We Westerners may sometimes feel angry and powerless in the face of climate inaction, but believe me, we can only dip a toe into the bottomless well of anger and powerlessness felt by many Indigenous peoples. To them, climate change is just the latest helping of a grisly gruel of exploitation, colonialism, racism and slavery that the global north has been serving up to them for centuries.

“We are here today because we know that COP26 won’t do anything,” Namibian activist . “They want to continue the massacre that they have been responsible for for hundreds of years already. Your world is built on the blood of our people. You people have to be held accountable for the genocide and ecocide you have been causing. You cannot keep on oppressing our people.
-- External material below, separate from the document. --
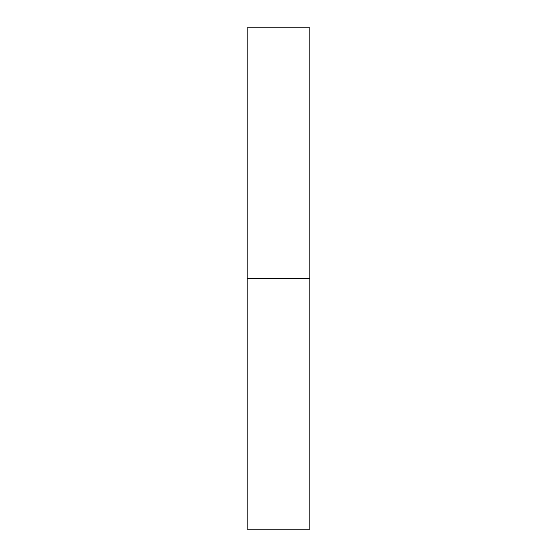 <?xml version="1.0" encoding="UTF-8"?>
<svg xmlns="http://www.w3.org/2000/svg" width="557" height="557" viewBox="0 0 557 557"><rect width="100%" height="100%" fill="white"/><g stroke="black" fill="none" stroke-linecap="round" stroke-linejoin="round"><path stroke-width="0.42" stroke-dasharray="2.79 2.09" d="M278.5 278.5L309.831 278.5L278.5 278.5M247.169 529.15L309.831 529.15M309.831 27.85L247.169 27.85"/><path stroke-width="0.84" d="M309.831 278.5L247.169 278.5L309.831 278.5L309.831 27.85L247.169 27.85L247.169 529.15L309.831 529.15L309.831 278.5"/></g></svg>

You cannot keep on coming to our countries claiming that you are bringing development when all you are bringing is devastation.”

Back in the conference hall, a side event called 10 New Insights In Climate Science warned that to be effective, global action must be just. That means the richest 1 per cent cutting their emissions by a factor of 30 so that the poorest can increase theirs by 50 per cent.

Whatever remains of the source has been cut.